10.2:Off-policy策略梯度定理的证明
由于\(d_\beta\)与\(\theta\)无关,\(J(\theta)\)的梯度满足
\[\nabla_\theta J(\theta)=\nabla_\theta\sum_{s\in\mathcal{S}}d_\beta(s)v_\pi(s)
=\sum_{s\in\mathcal{S}}d_\beta(s)\nabla_\theta v_\pi(s).\tag{10.12}\]
根据引理9.2,
\[\nabla_\theta v_\pi(s)
=\sum_{s'\in\mathcal{S}}\Pr_\pi(s'|s)\sum_{a\in\mathcal{A}}\nabla_\theta\pi(a|s',\theta)q_\pi(s',a),\tag{10.13}\]
其中
\[\Pr_\pi(s'|s)\doteq \sum_{k=0}^{\infty}\gamma^k[P_\pi^k]_{ss'}=[(I_n-\gamma P_\pi)^{-1}]_{ss'}.\]

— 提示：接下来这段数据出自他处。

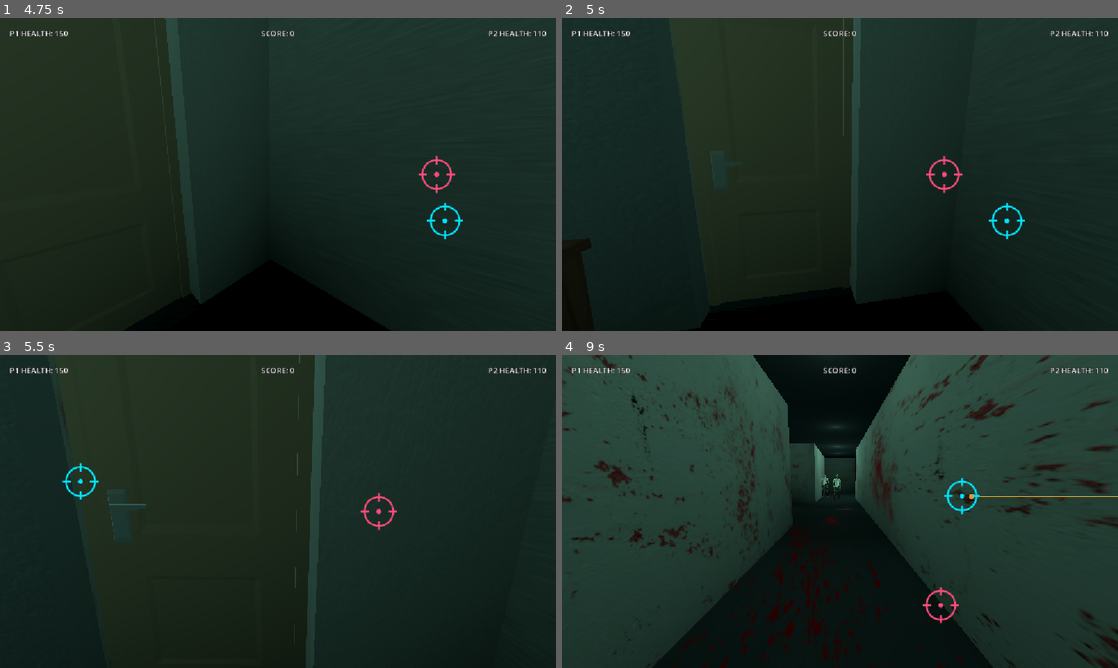
Above: before the commit, frames 1-4 (two rows, left to right).
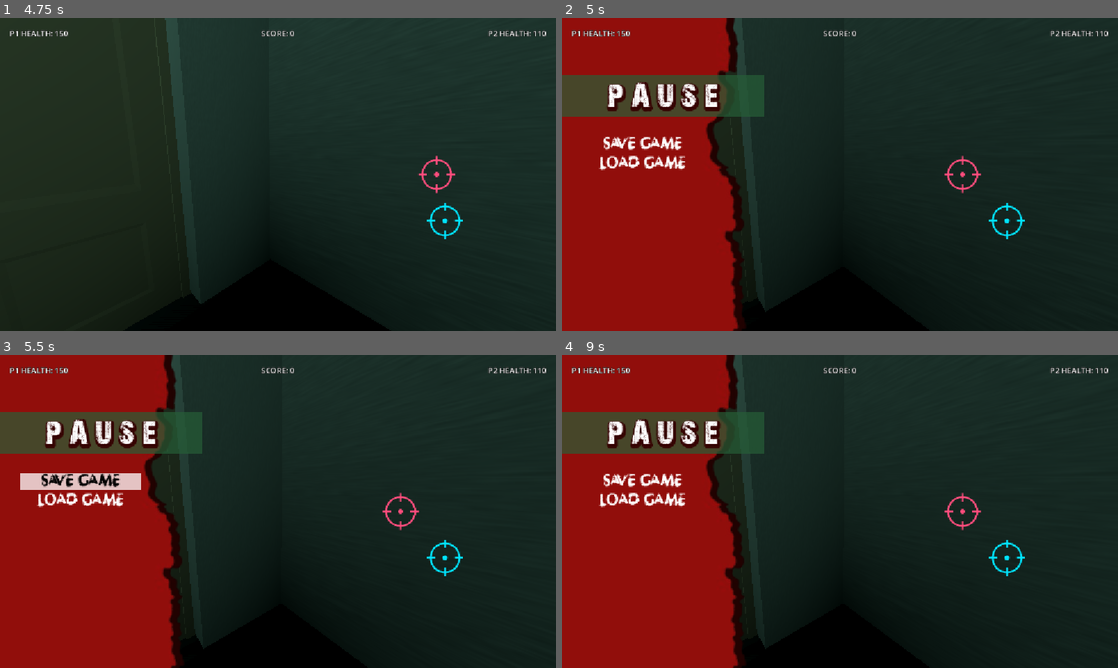
Above: after the commit, the same moments.

Repository: matiasaranibar37-spec/PerdonIng
Game: Godot game, scene res://scenes/character_select.tscn
The game is run twice, just before and just after one commit, with the same random seed, the same clock (stepped at 60 frames per second) and the same inputs.
Inputs (mouse positions are in pixels of both pictures, inside the frame that each line leads up to):
- Up to frame 1 (4.75 s): click "▶ START GAME" at 0.5 s; move the mouse to (400, 158) at 1.27 s; hold D 1.28-2 s; hold T 1.28-2 s; click (400, 158) at 1.42 s; drag from (166, 190) to (250, 237) at 2.02 s; move the mouse to (333, 105) at 2.77 s; hold D 2.78-3.5 s; hold T 2.78-3.5 s; click (333, 105) at 2.92 s; drag from (250, 237) to (111, 127) at 3.52 s; move the mouse to (444, 221) at 4.27 s; hold A from 4.28 s (still down); hold T from 4.28 s (still down); click (444, 221) at 4.42 s
- Up to frame 2 (5 s): keep holding A; keep holding T; tap Escape (pause, bound only after the commit) at 4.9 s
- Up to frame 3 (5.5 s): release A at 5 s; release T at 5 s; click (77, 480) at 5 s, where only the run after the commit has a clickable "SAVE GAME"
- Up to frame 4 (9 s): click (639, 502) at 5.75 s, where only the run after the commit has a clickable "LOAD GAME"; drag from (673, 464) to (756, 433) at 6.52 s; move the mouse to (867, 511) at 7.27 s; hold S 7.28-8 s; hold T 7.28-8 s; click (867, 511) at 7.42 s; drag from (756, 433) to (728, 527) at 8.02 s; move the mouse to (962, 495) at 8.77 s; hold W from 8.78 s (still down); hold T from 8.78 s (still down); click (962, 495) at 8.92 s

Frame 1 is identical in both runs. In frame 2, 33% of the frame differs, in the area x 0-76%, y 0-100%; in frame 3, 37%; in frame 4, 54%, in the area x 0-100%, y 0-100%.

Commit message:
Se agrego el menu de pausa (guardar y cargar juego)

Diff:
--- a/project.godot
+++ b/project.godot
@@ -18,6 +18,7 @@
 [autoload]
 
 GameManager="*res://scripts/game_manager.gd"
+SaveManager="*uid://dkch0fw8kxlte"
 
 [display]
 
@@ -29,6 +30,14 @@
 switches=""
 zombies=""
 
+[input]
+
+pause={
+"deadzone": 0.2,
+"events": [Object(InputEventKey,"resource_local_to_scene":false,"resource_name":"","device":-1,"window_id":0,"alt_pressed":false,"shift_pressed":false,"ctrl_pressed":false,"meta_pressed":false,"pressed":false,"keycode":0,"physical_keycode":4194305,"key_label":0,"unicode":0,"location":0,"echo":false,"script":null)
+]
+}
+
 [physics]
 
 3d/physics_engine="Jolt Physics"
--- a/scenes/main.tscn
+++ b/scenes/main.tscn
@@ -1,9 +1,12 @@
 [gd_scene format=3 uid="uid://bu6fpsf5ghx2w"]
 
+[ext_resource type="Script" uid="uid://7xr7bkyfm020" path="res://scripts/main.gd" id="1_jyhfs"]
 [ext_resource type="PackedScene" uid="uid://dmqw8qhyy2gwu" path="res://level/level_1.tscn" id="1_o5qli"]
 [ext_resource type="PackedScene" uid="uid://dedjbv46ot8kp" path="res://level/enemies/zombie_base.tscn" id="2_0wfyh"]
+[ext_resource type="PackedScene" uid="uid://cosy8ldhe5feo" path="res://scenes/pause_menu.tscn" id="3_sugp2"]
 
 [node name="main" type="Node3D" unique_id=688174575]
+script = ExtResource("1_jyhfs")
 
 [node name="level1" parent="." unique_id=420789406 instance=ExtResource("1_o5qli")]
 transform = Transform3D(1, 0, 0, 0, 1, 0, 0, 0, 1, -6.545349, 0, -17.023098)
@@ -28,3 +31,5 @@
 
 [node name="CharacterBody3D6" parent="zombies" unique_id=872857008 instance=ExtResource("2_0wfyh")]
 transform = Transform3D(0.35538465, 0, -0.9347203, 0, 1, 0, 0.9347203, 0, 0.35538465, -1.1803513, 0, -32.233356)
+
+[node name="PauseMenu" parent="." unique_id=1100457287 instance=ExtResource("3_sugp2")]
--- /dev/null
+++ b/scenes/pause_menu.tscn
@@ -0,0 +1,120 @@
+[gd_scene format=3 uid="uid://cosy8ldhe5feo"]
+
+[ext_resource type="Script" uid="uid://d0rfbi77g0ylo" path="res://scripts/pause_menu.gd" id="1_5d2l8"]
+[ext_resource type="Texture2D" uid="uid://bof2o0k1oatkg" path="res://assets/red_banner-removebg-preview.png" id="1_kukqi"]
+[ext_resource type="FontFile" uid="uid://bpkwn2uh0rm8j" path="res://assets/Font/28 Days Later.ttf" id="2_5d2l8"]
+[ext_resource type="FontFile" uid="uid://dv3ob2gnwbxwf" path="res://assets/Font/horrendo.ttf" id="3_7l7mv"]
+
+[sub_resource type="LabelSettings" id="LabelSettings_uahpa"]
+font_size = 65
+shadow_size = 20
+shadow_color = Color(0.20456707, 1.8650666e-06, 1.0408274e-06, 0.9254902)
+shadow_offset = Vector2(2, 4)
+
+[sub_resource type="StyleBoxEmpty" id="StyleBoxEmpty_8w0r3"]
+
+[sub_resource type="StyleBoxFlat" id="StyleBoxFlat_h4t55"]
+bg_color = Color(1, 1, 1, 0.7529412)
+border_color = Color(1, 1, 1, 1)
+
+[sub_resource type="StyleBoxFlat" id="StyleBoxFlat_4e15o"]
+bg_color = Color(1, 1, 1, 0.9254902)
+border_color = Color(1, 1, 1, 1)
+
+[node name="PauseMenu" type="CanvasLayer" unique_id=1100457287]
+process_mode = 3
+script = ExtResource("1_5d2l8")
+
+[node name="Control" type="Control" parent="." unique_id=1849017120]
+layout_mode = 3
+anchors_preset = 15
+anchor_right = 1.0
+anchor_bottom = 1.0
+grow_horizontal = 2
+grow_vertical = 2
+metadata/_edit_use_anchors_ = true
+
+[node name="ColorRect_Blur" type="ColorRect" parent="Control" unique_id=2050856404]
+layout_mode = 1
+anchors_preset = 15
+anchor_right = 1.0
+anchor_bottom = 1.0
+grow_horizontal = 2
+grow_vertical = 2
+color = Color(0, 0, 0, 0.11764706)
+
+[node name="RedBannerShadow" type="TextureRect" parent="Control" unique_id=2037975629]
+modulate = Color(0.13725491, 0.03529412, 0.023529412, 1)
+layout_mode = 1
+anchors_preset = -1
+anchor_right = 0.2482639
+anchor_bottom = 1.0
+offset_right = 400.0
+grow_vertical = 2
+texture = ExtResource("1_kukqi")
+metadata/_edit_use_anchors_ = true
+
+[node name="RedBanner" type="TextureRect" parent="Control" unique_id=480234541]
+self_modulate = Color(0.60784316, 0.25882354, 0.21568628, 1)
+layout_mode = 1
+anchors_preset = -1
+anchor_right = 0.22222222
+anchor_bottom = 1.0
+offset_right = 400.0
+grow_vertical = 2
+texture = ExtResource("1_kukqi")
+metadata/_edit_use_anchors_ = true
+
+[node name="OrangeHeader" type="ColorRect" parent="Control/RedBanner" unique_id=1881179056]
+layout_mode = 1
+offset_top = 118.0
+offset_right = 418.0
+offset_bottom = 204.0
+color = Color(0.14926016, 0.37035584, 0.21626562, 0.6901961)
+
+[node name="TitleLabel" type="Label" parent="Control/RedBanner/OrangeHeader" unique_id=1757997052]
+layout_mode = 1
+anchors_preset = 15
+anchor_right = 1.0
+anchor_bottom = 1.0
+grow_horizontal = 2
+grow_vertical = 2
+theme_override_fonts/font = ExtResource("2_5d2l8")
+text = "P A U S E"
+label_settings = SubResource("LabelSettings_uahpa")
+horizontal_alignment = 1
+vertical_alignment = 1
+
+[node name="VBoxContainer" type="VBoxContainer" parent="Control/RedBanner" unique_id=413538631]
+layout_mode = 1
+anchors_preset = 8
+anchor_left = 0.5
+anchor_top = 0.5
+anchor_right = 0.5
+anchor_bottom = 0.5
+offset_left = -287.0
+offset_top = -80.5
+offset_right = -36.0
+offset_bottom = 80.5
+grow_horizontal = 2
+grow_vertical = 2
+
+[node name="SaveButton" type="Button" parent="Control/RedBanner/VBoxContainer" unique_id=2131821162]
+layout_mode = 2
+theme_override_colors/font_color = Color(1, 1, 1, 1)
+theme_override_colors/font_hover_color = Color(0, 0, 0, 1)
+theme_override_fonts/font = ExtResource("3_7l7mv")
+theme_override_font_sizes/font_size = 28
+theme_override_styles/normal = SubResource("StyleBoxEmpty_8w0r3")
+theme_override_styles/hover = SubResource("StyleBoxFlat_h4t55")
+text = "SAVE GAME"
+
+[node name="LoadButton" type="Button" parent="Control/RedBanner/VBoxContainer" unique_id=436264629]
+layout_mode = 2
+theme_override_colors/font_color = Color(1, 1, 1, 1)
+theme_override_colors/font_hover_color = Color(0, 0, 0, 1)
+theme_override_fonts/font = ExtResource("3_7l7mv")
+theme_override_font_sizes/font_size = 28
+theme_override_styles/normal = SubResource("StyleBoxEmpty_8w0r3")
+theme_override_styles/hover = SubResource("StyleBoxFlat_4e15o")
+text = "LOAD GAME"
--- /dev/null
+++ b/scripts/main.gd
@@ -0,0 +1,19 @@
+extends Node3D
+
+
+# Called when the node enters the scene tree for the first time.
+func _ready() -> void:
+	# Busca al jugador e intenta aplicar la partida guardada
+	var player = get_tree().get_first_node_in_group("player")
+	if player == null:
+		player = find_child("Player", true, false)
+	if player == null:
+		player = find_child("player", true, false)
+
+	if player:
+		SaveManager.apply_save_data(player)
+
+
+# Called every frame. 'delta' is the elapsed time since the previous frame.
+func _process(delta: float) -> void:
+	pass
--- /dev/null
+++ b/scripts/pause_menu.gd
@@ -0,0 +1,52 @@
+extends CanvasLayer
+
+# Referencias a los botones según tu jerarquía de nodos
+@onready var save_button: Button = $Control/RedBanner/VBoxContainer/SaveButton
+@onready var load_button: Button = $Control/LoadButton
+
+func _ready() -> void:
+	# Ocultamos el menú al iniciar la escena
+	hide()
+
+	# Conectamos las señales de los botones
+	if save_button:
+		save_button.pressed.connect(_on_save_button_pressed)
+	if load_button:
+		load_button.pressed.connect(_on_load_button_pressed)
+
+func _unhandled_input(event: InputEvent) -> void:
+	# Escucha la acción de pausa (tecla ESC o asignada en el Mapa de Entradas)
+	if event.is_action_pressed("pause"):
+		toggle_pause()
+
+func toggle_pause() -> void:
+	var new_pause_state: bool = not get_tree().paused
+	get_tree().paused = new_pause_state
+	visible = new_pause_state
+
+	if new_pause_state:
+		# Al pausar, mostramos el ratón nativo para usar los botones del menú
+		Input.mouse_mode = Input.MOUSE_MODE_VISIBLE
+	else:
+		# Al despausar, ocultamos el ratón nativo para usar tu mira azul en 2D
+		Input.mouse_mode = Input.MOUSE_MODE_HIDDEN
+
+func _on_save_button_pressed() -> void:
+	var current_scene = get_tree().current_scene
+	var level_path = current_scene.scene_file_path
+
+	# Busca al jugador por grupo o nombre
+	var player = get_tree().get_first_node_in_group("player")
+	if player == null:
+		player = current_scene.find_child("Player", true, false)
+	if player == null:
+		player = current_scene.find_child("player", true, false)
+
+	if player:
+		SaveManager.save_game(player, level_path)
+		print("Partida guardada correctamente.")
+	else:
+		push_error("No se encontró el nodo 'Player' para guardar la partida.")
+
+func _on_load_button_pressed() -> void:
+	SaveManager.load_game()
--- a/scripts/pointer_manager.gd
+++ b/scripts/pointer_manager.gd
@@ -37,12 +37,12 @@
 	var size := get_viewport().get_visible_rect().size
 
 	if not DisplayServer.is_touchscreen_available():
-		# 1. ACTUALIZAR POSICIÓN DE P1 CON EL MOUSE EN TIEMPO REAL
+		# ACTUALIZAR POSICIÓN DE P1 CON EL MOUSE EN TIEMPO REAL
 		if pointer_p1:
 			var mouse_pos := get_viewport().get_mouse_position()
 			pointer_p1.position = mouse_pos - (pointer_p1.size * 0.5)
 
-		# 2. CONTROL ALTERNATIVO DE P2 CON TECLADO (I, J, K, L) CUANDO NO HAY GAMEPAD
+		# CONTROL ALTERNATIVO DE P2 CON TECLADO (W, A, S, D) CUANDO NO HAY GAMEPAD
 		if not Input.get_connected_joypads().has(1) and pointer_p2:
 			var input_dir := Vector2.ZERO
 			if Input.is_key_pressed(KEY_D): input_dir.x += 1.0
@@ -55,13 +55,16 @@
 				pointer_p2.position.x = clampf(pointer_p2.position.x, 0.0, size.x - pointer_p2.size.x)
 				pointer_p2.position.y = clampf(pointer_p2.position.y, 0.0, size.y - pointer_p2.size.y)
 
-			# Tecla U para disparar con P2
 			if Input.is_key_pressed(KEY_T):
 				if not gamepad_shooting[2]:
 					_shoot(2)
 					gamepad_shooting[2] = true
 			else:
 				gamepad_shooting[2] = false
+
+	# Mover miras con gamepads
+	_update_gamepad_pointer(pointer_p1, 0, 1, size)
+	_update_gamepad_pointer(pointer_p2, 1, 2, size)
 
 	# Mover miras con gamepads (Mando 0 para P1, Mando 1 para P2)
 	_update_gamepad_pointer(pointer_p1, 0, 1, size)
--- /dev/null
+++ b/scripts/save_manager.gd
@@ -0,0 +1,86 @@
+extends Node
+
+const SAVE_PATH: String = "user://savegame.json"
+var pending_data: Dictionary = {}
+
+func save_game(player: Node, level_path: String) -> bool:
+	# Obtenemos la puntuación si existe en GameManager o en el jugador
+	var current_score: int = 0
+	if get_node_or_null("/root/GameManager"):
+		current_score = GameManager.score if "score" in GameManager else 0
+
+	var data: Dictionary = {
+		"version": 1,
+		"level_path": level_path,
+		"health": player.health if "health" in player else 100,
+		"position_x": player.global_position.x,
+		"position_y": player.global_position.y,
+		"position_z": player.global_position.z,
+		"score": current_score
+	}
+
+	var file: FileAccess = FileAccess.open(SAVE_PATH, FileAccess.WRITE)
+	if file == null:
+		push_error("No se pudo guardar la partida")
+		return false
+
+	file.store_string(JSON.stringify(data, "\t"))
+	file.close()
+	print("Partida guardada correctamente en: ", SAVE_PATH)
+	return true
+
+func load_game() -> void:
+	if not FileAccess.file_exists(SAVE_PATH):
+		print("No existe un archivo de partida guardada.")
+		return
+
+	var file: FileAccess = FileAccess.open(SAVE_PATH, FileAccess.READ)
+	if file == null:
+		push_error("No se pudo abrir el archivo de guardado.")
+		return
+
+	var json_text: String = file.get_as_text()
+	file.close()
+
+	var parsed: Variant = JSON.parse_string(json_text)
+	if not (parsed is Dictionary):
+		push_error("Archivo de guardado inválido.")
+		return
+
+	var data: Dictionary = parsed
+	var level_path: String = str(data.get("level_path", ""))
+
+	if level_path.is_empty() or not ResourceLoader.exists(level_path):
+		push_error("El nivel guardado no existe o la ruta está vacía: " + level_path)
+		return
+
+	pending_data = data
+	get_tree().paused = false
+	get_tree().change_scene_to_file.call_deferred(level_path)
+
+func apply_save_data(player: Node) -> void:
+	if pending_data.is_empty():
+		return
+
+	# Restaurar Salud
+	if "health" in player:
+		player.health = int(pending_data.get("health", 100))
+		if player.has_signal("health_changed"):
+			player.health_changed.emit(player.health)
+
+	# Restaurar Posición 3D
+	player.global_position = Vector3(
+		float(pending_data.get("position_x", 0.0)),
+		float(pending_data.get("position_y", 0.0)),
+		float(pending_data.get("position_z", 0.0))
+	)
+
+	# Restaurar Puntuación en GameManager
+	if get_node_or_null("/root/GameManager"):
+		if "score" in GameManager:
+			GameManager.score = int(pending_data.get("score", 0))
+			if GameManager.has_signal("score_updated"):
+				GameManager.score_updated.emit()
+
+	pending_data.clear()
+	print("Datos de guardado aplicados exitosamente al jugador.")
Binary file added: C/assets/torn_edge.webp
Binary file added: assets/Font/28 Days Later.ttf
Not shown, added: assets/Font/28 Days Later.ttf.import
Binary file added: assets/Font/contrast.ttf
Not shown, added: assets/Font/contrast.ttf.import
Binary file added: assets/Font/horrendo.ttf
Not shown, added: assets/Font/horrendo.ttf.import
Not shown, added: assets/Font/readme.txt
Binary file added: assets/banner.webp
Not shown, added: assets/banner.webp.import
Binary file added: assets/red_banner-removebg-preview.png
Not shown, added: assets/red_banner-removebg-preview.png.import
(and 5 more such lines)

将式\((10.13)\)代入式\((10.12)\)可得
\[\begin{aligned}
\nabla_\theta J(\theta)
&=\sum_{s\in\mathcal{S}}d_\beta(s)\sum_{s'\in\mathcal{S}}\Pr_\pi(s'|s)
\sum_{a\in\mathcal{A}}\nabla_\theta\pi(a|s',\theta)q_\pi(s',a)\\
&=\sum_{s'\in\mathcal{S}}\left[\sum_{s\in\mathcal{S}}d_\beta(s)\Pr_\pi(s'|s)\right]
\sum_{a\in\mathcal{A}}\nabla_\theta\pi(a|s',\theta)q_\pi(s',a)\\
&\doteq \sum_{s'\in\mathcal{S}}\rho(s')\sum_{a\in\mathcal{A}}\nabla_\theta\pi(a|s',\theta)q_\pi(s',a)\\
&=\sum_{s\in\mathcal{S}}\rho(s)\sum_{a\in\mathcal{A}}\nabla_\theta\pi(a|s,\theta)q_\pi(s,a)\\
&=\mathbb{E}_{S\sim\rho}\left[\sum_{a\in\mathcal{A}}\nabla_\theta\pi(a|S,\theta)q_\pi(S,a)\right].
\end{aligned}\]
利用重要性采样,上式进一步改写为
\[\begin{aligned}
&\mathbb{E}_{S\sim\rho}\left[\sum_{a\in\mathcal{A}}\nabla_\theta\pi(a|S,\theta)q_\pi(S,a)\right]\\
&=\mathbb{E}_{S\sim\rho}\left[\sum_{a\in\mathcal{A}}\beta(a|S)\frac{\pi(a|S,\theta)}{\beta(a|S)}\nabla_\theta\ln\pi(a|S,\theta)q_\pi(S,a)\right]\\
&=\mathbb{E}_{S\sim\rho,A\sim\beta}\left[
\frac{\pi(A|S,\theta)}{\beta(A|S)}
\nabla_\theta\ln\pi(A|S,\theta)q_\pi(S,A)
\right].
\end{aligned}\]
证明完毕。该证明与定理9.1的证明类似。